- Record extracts -

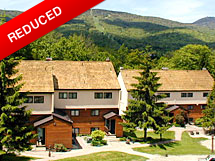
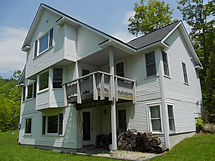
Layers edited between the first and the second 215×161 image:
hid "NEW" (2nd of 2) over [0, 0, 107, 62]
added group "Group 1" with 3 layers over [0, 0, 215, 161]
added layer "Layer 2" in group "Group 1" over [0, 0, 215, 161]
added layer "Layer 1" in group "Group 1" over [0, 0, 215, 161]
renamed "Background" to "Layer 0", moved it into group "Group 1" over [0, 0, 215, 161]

- Assigned task -
The lines holding the word "Group" are the answer. Pull them out of the records and copy them.

- Result for this exercise -
added group "Group 1" with 3 layers over [0, 0, 215, 161]
added layer "Layer 2" in group "Group 1" over [0, 0, 215, 161]
added layer "Layer 1" in group "Group 1" over [0, 0, 215, 161]
renamed "Background" to "Layer 0", moved it into group "Group 1" over [0, 0, 215, 161]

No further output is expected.